You better give capt . Justin Leake a call, might be too short a notice but it's worth a shot


----------



## oops1 (Feb 16, 2016)

fish hawk said:


> You better give capt . Justin Leake a call, might be too short a notice but it's worth a shot



Ditto.. He's good And very accommodating to kids


----------



## Miguel Cervantes (Feb 16, 2016)

Justin in the man like other said.

Plus Snook season is open until the end of Feb. on the Gulf side of Florida so you might just get to have some real fun if you can book him.


----------



## docmlw (Feb 16, 2016)

Actually talked to him earlier and he's booked. He's checking with some of the other guys he works with for me.
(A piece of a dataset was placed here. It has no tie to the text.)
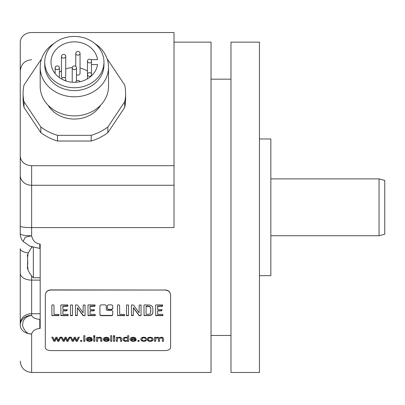 <?xml version="1.0" encoding="UTF-8"?>
<svg xmlns="http://www.w3.org/2000/svg" width="405" height="405" viewBox="0 0 405 405"><rect width="100%" height="100%" fill="white"/><g stroke="black" fill="none" stroke-linecap="round" stroke-linejoin="round"><path stroke-width="0.61" d="M83.754 341.04L84.873 341.04L84.873 335.694L83.754 335.694L83.754 341.04M84.873 335.694L84.873 341.288L83.754 341.288L83.754 335.694M164.911 290.041C168.369 290.344 170.267 291.97 170.606 294.926L170.606 347.667C170.267 349.469 168.369 350.447 164.911 350.598L51.005 350.598C47.547 350.447 45.649 349.469 45.309 347.667L45.309 294.926C45.649 291.97 47.547 290.344 51.005 290.041L164.911 290.041L51.005 289.899C47.643 290.107 45.745 291.732 45.309 294.779L45.309 294.926M99.929 314.938L100.84 315.667L111.831 315.667L112.742 314.938L112.742 311.202L111.831 310.438L107.219 310.438L106.307 309.673L106.307 305.699L105.396 304.894L100.84 304.894L99.929 305.699L99.929 314.938M111.831 304.894L108.241 304.894L107.33 305.699L107.33 308.802L108.241 309.577L111.831 309.577L112.742 308.802L112.742 305.699L111.831 304.894M58.933 315.642L58.983 314.457L54.047 314.346L53.961 305.405L53.485 304.894L52.225 304.894L51.86 305.299L51.911 315.571L58.933 315.642L58.933 315.379L52.21 315.409L51.86 314.918M68.121 315.627L68.086 314.386L62.993 314.305L62.851 314.017L62.957 310.929L66.759 310.843L67.195 309.749L62.907 309.425L62.886 306.372L67.736 306.261L67.878 304.94L61.155 304.894L60.821 305.405L60.927 315.586L67.878 315.667L68.121 315.363L67.878 315.667M72.5 315.596L72.515 304.99L70.536 304.96L70.47 315.277L70.855 315.667L72.201 315.667L72.5 315.338L72.201 315.667M85.07 315.586L85.065 305.021L83.212 305.051L83.071 312.857L77.542 305.066L75.705 304.894L75.386 305.284L75.543 315.627L77.314 315.571L77.471 307.932L82.863 315.333L84.751 315.697L85.07 315.323L84.751 315.697M95.276 315.627L95.241 314.386L90.143 314.305L90.006 314.017L90.107 310.929L93.909 310.843L94.345 309.749L90.057 309.425L90.042 306.372L94.886 306.261L95.028 304.94L88.305 304.894L87.976 305.405L88.077 315.586L95.028 315.667L95.276 315.363L95.028 315.667M124.563 315.642L124.613 314.457L119.677 314.346L119.591 305.405L119.116 304.894L117.855 304.894L117.49 305.299L117.541 315.571L124.563 315.642L124.563 315.379L117.84 315.409L117.49 314.918M128.481 315.596L128.501 304.99L126.522 304.96L126.451 315.277L126.836 315.667L128.188 315.667L128.481 315.338L128.188 315.667M141.051 315.586L141.051 305.021L139.198 305.051L139.057 312.857L133.665 305.218L131.686 304.894L131.372 305.284L131.529 315.627L133.296 315.571L133.453 307.932L139.107 315.611L140.737 315.697L141.051 315.323L140.737 315.697M152.407 314.158L152.867 312.427L152.867 308.488L152.447 306.707L151.338 305.613L149.734 305.056L144.307 304.894L143.957 305.405L144.079 315.571L149.84 315.576L151.278 315.141L152.407 313.895L151.278 314.877L148.438 315.667M162.881 315.627L162.845 314.386L157.753 314.305L157.611 314.017L157.717 310.929L161.519 310.843L161.954 309.749L157.666 309.425L157.646 306.372L162.496 306.261L162.638 304.94L155.915 304.894L155.581 305.405L155.687 315.586L162.638 315.667L162.881 315.363L162.638 315.667M155.581 305.405L155.687 315.586M53.88 341.288L51.86 337.279L53.014 337.279L54.457 340.473L55.849 337.279L56.999 337.279L58.315 340.392L59.829 337.279L60.917 337.279L58.852 341.288L57.687 341.288L56.386 338.226L55.05 341.288L53.88 341.04L55.05 341.288M63.074 341.288L61.054 337.279L62.208 337.279L63.651 340.473L65.043 337.279L66.192 337.279L67.508 340.392L69.022 337.279L70.111 337.279L68.045 341.288L66.881 341.288L65.58 338.226L64.243 341.288L63.074 341.04L64.243 341.288M72.267 341.288L70.247 337.279L71.401 337.279L72.844 340.473L74.236 337.279L75.386 337.279L76.702 340.392L78.216 337.279L79.304 337.279L77.239 341.288L76.074 341.288L74.773 338.226L73.437 341.288L72.267 341.04L73.437 341.288M81.83 340.534L81.83 341.288L80.56 341.288L80.56 340.534L80.56 341.04L81.83 341.04L81.83 340.534L80.56 340.534M92.279 340.109L91.125 340.023L90.436 340.64L89.383 340.833L88.001 340.489L87.389 339.486L92.31 339.486L91.479 337.75L89.318 337.188L87.09 337.76L86.235 339.35L87.08 340.853L89.378 341.38L91.267 341.045L92.279 340.109M94.81 335.694L94.81 336.509L93.692 336.509L93.692 335.694L93.692 336.261L94.81 336.261L94.81 335.694L93.692 335.694M94.81 337.279L94.81 341.288L93.692 341.288L93.692 337.279L93.692 341.04L94.81 341.04L94.81 337.279L93.692 337.279M97.63 339.127L97.63 341.288L96.511 341.288L96.511 337.279L96.511 341.04L97.63 341.04L97.63 338.879L98.152 338.074L99.387 337.79L100.627 338.251L100.759 341.288L101.878 341.288L101.812 338.185L100.718 337.325L99.62 337.188L97.519 337.866L97.519 337.279L96.511 337.279M109.269 340.109L108.115 340.023L107.421 340.64L106.373 340.833L104.991 340.489L104.379 339.486L109.299 339.486L108.464 337.75L106.302 337.188L104.08 337.76L103.219 339.35L104.065 340.853L106.368 341.38L108.257 341.045L109.269 340.109M111.77 335.694L111.77 341.288L110.651 341.288L110.651 335.694L110.651 341.04L111.77 341.04L111.77 335.694L110.651 335.694M114.625 335.694L114.625 336.509L113.506 336.509L113.506 335.694L113.506 336.261L114.625 336.261L114.625 335.694L113.506 335.694M114.625 337.279L114.625 341.288L113.506 341.288L113.506 337.279L113.506 341.04L114.625 341.04L114.625 337.279L113.506 337.279M117.45 339.127L117.45 341.288L116.331 341.288L116.331 337.279L116.331 341.04L117.45 341.04L117.45 338.879L117.966 338.074L119.202 337.79L120.447 338.251L120.574 341.288L121.692 341.288L121.627 338.185L120.533 337.325L119.44 337.188L117.339 337.866L117.339 337.279L116.331 337.279M127.621 335.694L128.729 335.694L128.729 341.288L127.691 341.288L127.691 340.797L125.849 341.38L124.391 341.121L123.368 340.402L123.009 339.319L123.333 338.221L124.325 337.451L125.798 337.188L127.621 337.75L127.621 335.694L127.621 337.502M136.166 340.109L135.007 340.023L134.318 340.64L133.27 340.833L131.888 340.489L131.276 339.486L136.196 339.486L135.361 337.75L133.199 337.188L130.977 337.76L130.116 339.35L130.962 340.853L133.26 341.38L135.148 341.045L136.166 340.109M139.163 340.534L139.163 341.288L137.887 341.288L137.887 340.534L137.887 341.04L139.163 341.04L139.163 340.534L137.887 340.534M146.514 339.937L145.415 339.851L144.853 340.595L143.755 340.833L142.423 340.478L141.917 339.309L142.444 338.134L143.815 337.76L144.767 337.967L145.319 338.585L146.407 338.484L145.532 337.527L143.775 337.188L142.195 337.441L141.117 338.185L140.763 339.329L141.583 340.858L143.765 341.38L145.587 341L146.514 339.937M148.078 337.643L147.055 339.314L147.906 340.853L150.149 341.38L151.743 341.142L152.857 340.468L153.242 339.258L152.376 337.745L150.149 337.188L148.078 337.643M155.672 339.238L155.672 341.288L154.553 341.288L154.553 337.279L154.553 341.04L155.672 341.04L155.849 338.393L157.307 337.79L158.198 338.023L158.477 338.712L158.477 341.288L159.595 341.288L159.595 338.99L160.051 338.079L161.879 337.907L162.385 338.793L162.385 341.288L163.498 341.288L163.498 338.565L162.967 337.527L161.458 337.188L159.418 337.907L157.555 337.188L155.55 337.856L155.55 337.279L154.553 337.279M174.023 42.15L211.04 42.15L211.04 372.478L31.641 372.478L31.641 333.958C32.684 330.789 35.402 328.946 39.786 328.43L40.181 328.43L40.181 244.007L39.786 244.007L39.786 248.437L29.793 246.103L23.176 241.471L25.176 237.214L31.641 235.811C32.684 240.59 35.402 243.319 39.786 244.007M45.309 294.779L45.309 347.419M170.606 294.926L170.606 294.779C170.171 291.732 168.272 290.107 164.911 289.899M170.606 294.779L170.606 347.419M174.023 185.267L174.023 227.6L31.641 227.6L31.641 185.267L174.023 185.267L174.023 32.521L31.641 32.521A11.391 9.867 0 0 0 20.25 42.383L20.25 155.829A11.391 9.867 0 0 0 31.641 165.691L174.023 165.691M20.25 232.212L20.25 155.829M20.25 248.726L20.25 273.193L20.25 248.726A11.391 4.359 0 0 0 28.39 252.907M20.25 325.225A11.391 9.867 0 0 1 31.641 315.358C25.221 316.467 22.24 320.087 22.695 326.233C25.054 331.887 28.036 334.464 31.641 333.958A11.391 8.733 0 0 1 20.25 325.225L20.25 273.193A11.391 6.936 0 0 0 31.641 280.123L31.641 275.926M20.25 66.152L20.25 233.847A11.391 1.964 0 0 0 31.641 235.811L31.641 227.6A11.391 1.397 0 0 1 20.25 226.198M41.391 59.419A51.258 44.393 0 0 0 40.854 59.813L24.006 85.085A51.258 44.393 0 0 0 23.095 93.408L23.095 99.103A51.258 44.393 0 0 0 24.006 107.431L40.854 132.703A51.258 44.393 0 0 0 57.51 141.031L91.201 141.031A51.258 44.393 0 0 0 107.857 132.703L124.705 107.431A51.258 44.393 0 0 0 125.611 99.103L125.611 93.408A51.258 44.393 0 0 0 124.705 85.085L107.857 59.813A51.258 44.393 0 0 0 107.32 59.419M20.25 323.585A11.391 9.867 0 0 1 31.641 313.723L31.641 315.358C32.537 317.642 35.255 318.963 39.786 319.322L39.786 328.43M211.04 79.172L230.977 79.172M211.04 335.462L230.977 335.462M230.977 372.478L230.977 42.15L259.453 42.15L259.453 372.478L230.977 372.478M259.453 275.658L270.844 275.658L270.844 138.971L259.453 138.971M33.347 247.45L33.347 277.749L40.181 277.749M27.641 266.905L28.011 268.707L27.631 268.424C27.155 267.244 27.155 267.244 27.631 268.424C27.155 267.244 27.155 267.244 27.631 268.424L27.646 268.459M28.011 268.707L27.631 268.424L27.991 268.424M27.732 267.224L27.818 267.548L27.327 267.675M27.53 268.171L27.631 268.424M27.499 266.404L27.348 265.609M27.317 264.1L27.732 263.24M27.834 263.017L27.95 262.556M27.884 260.739L27.727 260.364M27.606 256.826L27.616 260.243M27.424 257.56L27.525 257.119M27.479 255.555L27.631 255.185C27.155 256.365 27.155 256.365 27.631 255.185L28.011 254.897L27.631 255.185C28.127 254.31 28.127 254.831 27.631 256.735L27.818 256.061L27.327 255.935M27.991 255.185L27.631 255.185L27.945 254.684M27.631 260.253L27.631 266.87M124.705 107.431L124.705 101.736A51.258 44.393 0 0 0 125.611 93.408M107.857 132.703L107.857 127.008L124.705 101.736M91.201 141.031L91.201 135.336A51.258 44.393 0 0 0 107.857 127.008M57.51 141.031L57.51 135.336L91.201 135.336M40.854 132.703L40.854 127.008A51.258 44.393 0 0 0 57.51 135.336M24.006 107.431L24.006 101.736L40.854 127.008M23.095 93.408A51.258 44.393 0 0 0 24.006 101.736M100.683 105.158A29.616 25.647 180 0 1 74.353 119.06A29.616 25.647 180 0 1 48.028 105.158M94.623 43.386A34.172 29.595 0 0 1 108.525 67.21L108.525 86.29A34.172 29.595 180 0 1 74.353 115.886A34.172 29.595 180 0 1 40.181 86.29L40.181 67.21A34.172 29.595 0 0 1 54.088 43.386M108.525 67.21A34.172 29.595 180 0 1 74.353 96.805A34.172 29.595 180 0 1 40.181 67.21M103.969 64.932A29.616 25.647 180 0 1 74.353 90.583A29.616 25.647 180 0 1 44.737 64.932L44.737 62.087A29.616 25.647 0 0 0 74.353 87.733A29.616 25.647 0 0 0 103.969 62.087L103.969 64.932M103.969 62.087A29.616 25.647 0 0 0 74.353 36.44A29.616 25.647 0 0 0 44.737 62.087M97.534 59.621A23.348 20.225 0 0 0 72.93 41.902A23.348 20.225 0 0 0 51.005 62.087A23.348 20.225 0 0 0 72.93 82.271A23.348 20.225 0 0 0 97.534 64.552L91.439 64.552L91.439 59.621L97.534 59.621M87.445 70.966A23.348 20.225 0 0 0 80.043 68.101M72.232 67.574A23.348 20.225 0 0 0 65.737 68.921M61.469 70.85A23.348 20.225 0 0 0 59.403 72.181M91.439 64.552L91.439 73.594M61.469 56.28A2.136 1.848 0 0 0 61.945 57.444A2.136 1.848 0 0 0 64.314 58.026A2.136 1.848 0 0 0 65.737 56.28A2.136 1.848 0 0 0 65.261 55.115A2.136 1.848 0 0 0 62.891 54.538A2.136 1.848 0 0 0 61.469 56.28L61.469 76.216A2.136 1.848 0 0 0 61.945 77.38A2.136 1.848 0 0 0 62.405 77.75M64.8 77.75A2.136 1.848 0 0 0 65.737 76.216L65.737 56.28M76.489 74.626A2.136 1.848 0 0 0 79.998 73.624A2.136 1.848 0 0 0 80.043 73.239L80.043 53.308A2.136 1.848 0 0 0 78.13 51.47A2.136 1.848 0 0 0 75.821 52.923A2.136 1.848 0 0 0 75.77 53.308A2.136 1.848 0 0 0 77.684 55.146A2.136 1.848 0 0 0 79.998 53.693A2.136 1.848 0 0 0 80.043 53.308M88.609 76.145A2.136 1.848 0 0 0 91.717 74.5A2.136 1.848 0 0 0 90.548 72.849A2.136 1.848 0 0 0 87.445 74.5A2.136 1.848 0 0 0 88.609 76.145M79.952 81.719A2.136 1.848 0 0 0 77.593 80.423A2.136 1.848 0 0 0 75.77 82.255A2.136 1.848 0 0 0 75.77 82.271L75.77 82.255M65.058 80.635A2.136 1.848 0 0 0 65.261 80.443A2.136 1.848 0 0 0 65.737 79.279A2.136 1.848 0 0 0 64.314 77.537A2.136 1.848 0 0 0 61.945 78.114A2.136 1.848 0 0 0 61.499 78.965M57.267 65.934A2.136 1.848 0 0 0 55.136 67.782A2.136 1.848 0 0 0 57.267 69.63A2.136 1.848 0 0 0 59.403 67.782A2.136 1.848 0 0 0 57.267 65.934M91.439 60.158A2.136 1.848 0 0 0 88.609 59.413A2.136 1.848 0 0 0 87.445 61.064A2.136 1.848 0 0 0 90.548 62.709A2.136 1.848 0 0 0 91.439 61.97M74.353 69.63A2.136 1.848 0 0 0 76.489 67.782A2.136 1.848 0 0 0 74.353 65.934A2.136 1.848 0 0 0 72.222 67.782A2.136 1.848 0 0 0 74.353 69.63M99.929 314.675L100.84 315.409L111.831 315.409L111.831 315.667M112.742 314.675L111.831 315.409M112.742 308.534L111.831 309.309L108.241 309.309L107.33 308.534M67.195 309.486L66.759 310.574L62.957 310.665L62.851 313.753M67.964 305.78L62.886 306.104L62.815 308.878M60.821 305.137L60.927 315.586M67.878 315.409L60.927 315.323M67.736 305.993L67.736 306.261M62.886 306.104L62.886 306.372M62.815 306.271L62.815 306.539M62.957 310.665L62.957 310.929M62.851 310.929L62.851 311.192M72.201 315.409L70.536 315.338L70.47 315.014M72.571 315.085L72.5 315.338M84.751 315.434L83.126 315.353L77.471 307.663L77.314 315.308L75.543 315.363L75.386 314.984M85.136 314.918L85.07 315.323M83.126 315.353L83.126 315.611M82.863 315.07L82.863 315.333M77.385 307.992L77.385 308.261M77.314 315.308L77.314 315.571M94.345 309.486L93.909 310.574L90.107 310.665L90.006 313.753M95.114 305.78L90.042 306.104L89.971 308.878M87.976 305.137L88.077 315.586M95.028 315.409L88.077 315.323M94.886 305.993L94.886 306.261M90.042 306.104L90.042 306.372M89.971 306.271L89.971 306.539M90.107 310.665L90.107 310.929M90.006 310.929L90.006 311.192M128.188 315.409L126.522 315.338L126.451 315.014M128.552 315.085L128.481 315.338M140.737 315.434L139.107 315.353L133.453 307.663L133.296 315.308L131.529 315.363L131.372 314.984M141.122 314.918L141.051 315.323M139.107 315.353L139.107 315.611M138.849 315.07L138.849 315.333M133.367 307.992L133.367 308.261M133.296 315.308L133.296 315.571M148.438 315.409L144.377 315.409L143.957 314.918M152.867 312.164L152.407 313.895M150.766 311.977L150.766 308.352L149.987 306.61L147.896 306.084L146.114 306.18L146.058 313.743M150.766 308.62L150.508 313.349L148.929 314.275L146.499 314.331L146.058 314.002L146.114 306.448L147.896 306.357L149.987 306.879L150.766 308.352M146.058 306.423L146.058 306.691M146.114 306.18L146.114 306.448M161.954 309.486L161.519 310.574L157.717 310.665L157.611 313.753M162.724 305.78L157.646 306.104L157.58 308.878M162.638 315.409L155.687 315.323M162.496 305.993L162.496 306.261M157.646 306.104L157.646 306.372M157.58 306.271L157.58 306.539M157.717 310.665L157.717 310.929M157.611 310.929L157.611 311.192M60.917 337.031L58.852 341.04L57.687 341.04L56.386 337.978L55.05 341.04M51.86 337.031L53.88 341.04M70.111 337.031L68.045 341.04L66.881 341.04L65.58 337.978L64.243 341.04M61.054 337.031L63.074 341.04M79.304 337.031L77.239 341.04L76.074 341.04L74.773 337.978L73.437 341.04M70.247 337.031L72.267 341.04M87.389 339.486L92.31 339.486M92.279 339.861L91.267 340.797L89.378 341.132L87.08 340.605L86.235 339.101M91.135 338.929L90.715 337.912L89.328 337.512L88.032 337.831L87.45 338.929L88.032 338.079L89.328 337.76L90.715 338.16L91.135 338.929L87.45 338.929M101.878 341.04L100.759 341.04L100.759 338.631L100.162 337.669L98.152 337.826L97.63 338.879M97.519 337.279L97.519 337.613M104.379 339.486L109.299 339.486M109.269 339.861L108.257 340.797L106.368 341.132L104.065 340.605L103.219 339.101M108.125 338.929L107.7 337.912L106.318 337.512L105.016 337.831L104.439 338.929L105.016 338.079L106.318 337.76L107.7 338.16L108.125 338.929L104.439 338.929M121.692 341.04L120.574 341.04L120.574 338.631L119.981 337.669L117.966 337.826L117.45 338.879M117.339 337.279L117.339 337.613M127.691 341.04L128.729 341.04L128.729 335.694M127.691 340.797L125.849 341.132L124.391 340.873L123.368 340.154L123.009 339.071M127.712 339.375L127.19 337.907L125.904 337.517L124.654 337.892L124.158 339.319L124.654 338.14L125.904 337.765L127.19 338.155L127.712 339.375L127.195 340.478L125.95 340.833L124.689 340.463L124.158 339.319M131.276 339.486L136.196 339.486M136.166 339.861L135.148 340.797L133.26 341.132L130.962 340.605L130.116 339.101M135.022 338.929L134.597 337.912L133.215 337.512L131.914 337.831L131.336 338.929L131.914 338.079L133.215 337.76L134.597 338.16L135.022 338.929L131.336 338.929M146.407 338.236L145.319 338.337L144.767 337.719L143.815 337.512L142.444 337.886L141.917 339.309M146.514 339.684L145.587 340.752L143.765 341.132L141.583 340.61L140.763 339.081M153.242 339.01L152.857 340.22L151.743 340.894L150.149 341.132L147.906 340.605L147.055 339.066M152.093 339.294L151.531 337.907L150.149 337.517L148.756 337.902L148.205 339.314L148.756 338.155L150.149 337.765L151.531 338.155L152.093 339.294L151.536 340.453L150.149 340.833L148.756 340.463L148.205 339.314M163.498 341.04L162.385 341.04L162.385 338.545L161.879 337.654L160.051 337.831L159.595 338.742L159.595 341.04L158.477 341.04L158.198 337.775L156.431 337.699L155.849 338.145L155.672 338.99M155.55 337.279L155.55 337.608M270.844 235.745L379.055 235.745L384.75 234.217L384.75 180.417L379.055 178.888L379.055 235.745M270.844 178.888L379.055 178.888M20.25 175.405A11.391 9.867 0 0 0 31.641 185.267L31.641 165.691M40.181 313.723L31.641 313.723L31.641 280.123L40.181 280.123M31.641 247.678L31.641 246.878M39.786 319.322L40.181 319.322M100.84 315.409L100.84 315.667M111.831 309.309L111.831 309.577M108.241 309.309L108.241 309.577M52.21 315.409L52.21 315.667M51.911 315.308L51.911 315.571M61.226 315.409L61.226 315.667M63.271 306.023L63.271 306.291M67.073 310.311L67.073 310.579M66.759 310.574L66.759 310.843M63.342 310.589L63.342 310.858M70.855 315.409L70.855 315.667M70.536 315.338L70.536 315.596M83.491 315.419L83.491 315.682M77.77 307.977L77.77 308.245M77.471 307.663L77.471 307.932M76.996 315.409L76.996 315.667M75.862 315.409L75.862 315.667M75.543 315.363L75.543 315.627M88.376 315.409L88.376 315.667M90.426 306.023L90.426 306.291M94.223 310.311L94.223 310.579M93.909 310.574L93.909 310.843M90.497 310.589L90.497 310.858M117.84 315.409L117.84 315.667M117.541 315.308L117.541 315.571M126.836 315.409L126.836 315.667M126.522 315.338L126.522 315.596M139.477 315.419L139.477 315.682M133.751 307.977L133.751 308.245M133.453 307.663L133.453 307.932M132.982 315.409L132.982 315.667M131.843 315.409L131.843 315.667M131.529 315.363L131.529 315.627M151.278 314.877L151.278 315.141M149.84 315.318L149.84 315.576M144.377 315.409L144.377 315.667M144.079 315.308L144.079 315.571M146.443 306.084L146.443 306.357M147.896 306.084L147.896 306.357M149.987 306.61L149.987 306.879M155.986 315.409L155.986 315.667M158.031 306.023L158.031 306.291M161.833 310.311L161.833 310.579M161.519 310.574L161.519 310.843M158.102 310.589L158.102 310.858M148.756 337.902L148.756 338.155M161.879 337.654L161.879 337.907M31.641 59.727C24.72 60.401 20.923 64.198 20.25 71.118M31.641 372.478C24.72 371.805 20.923 368.008 20.25 361.088M20.25 233.847L20.25 233.847A11.391 11.391 0 0 0 23.176 241.466M40.181 248.437L39.786 248.437M27.277 267.548A22.022 22.022 0 0 0 33.347 277.749M32.172 247.07A22.022 22.022 0 0 0 27.277 256.061M91.717 75.614L91.717 74.5M87.445 78.833L87.445 61.064M65.737 80.884L65.737 79.279M55.136 73.568L55.136 67.782M59.403 77.618L59.403 67.782M75.77 66.395L75.77 53.308M76.489 80.868L76.489 67.782M72.222 82.225L72.222 67.782M67.2 309.43L67.2 309.693M94.355 309.43L94.355 309.693M161.959 309.43L161.959 309.693"/></g></svg>

Thanks for the responses, any others are appreciated.


----------



## KKrueger (Feb 17, 2016)

I've tried to book Justin before and he's hooked me up with some of his other guys. Always had a great time. Let us know how it goes.


----------



## Neuby777 (Feb 20, 2016)

Call Mickey Locke of Reel addiction fishing charters he will put you in touch with some awesome inshore guides.  I use Mickey for offshore but he is a wealth of information.

Here is his number he wont steer you wrong.  Great guy.  850-768-2327.  Tell him Mike Neubauer told you to call him.


----------



## KKrueger (Feb 22, 2016)

How did it go?


----------



## docmlw (Mar 9, 2016)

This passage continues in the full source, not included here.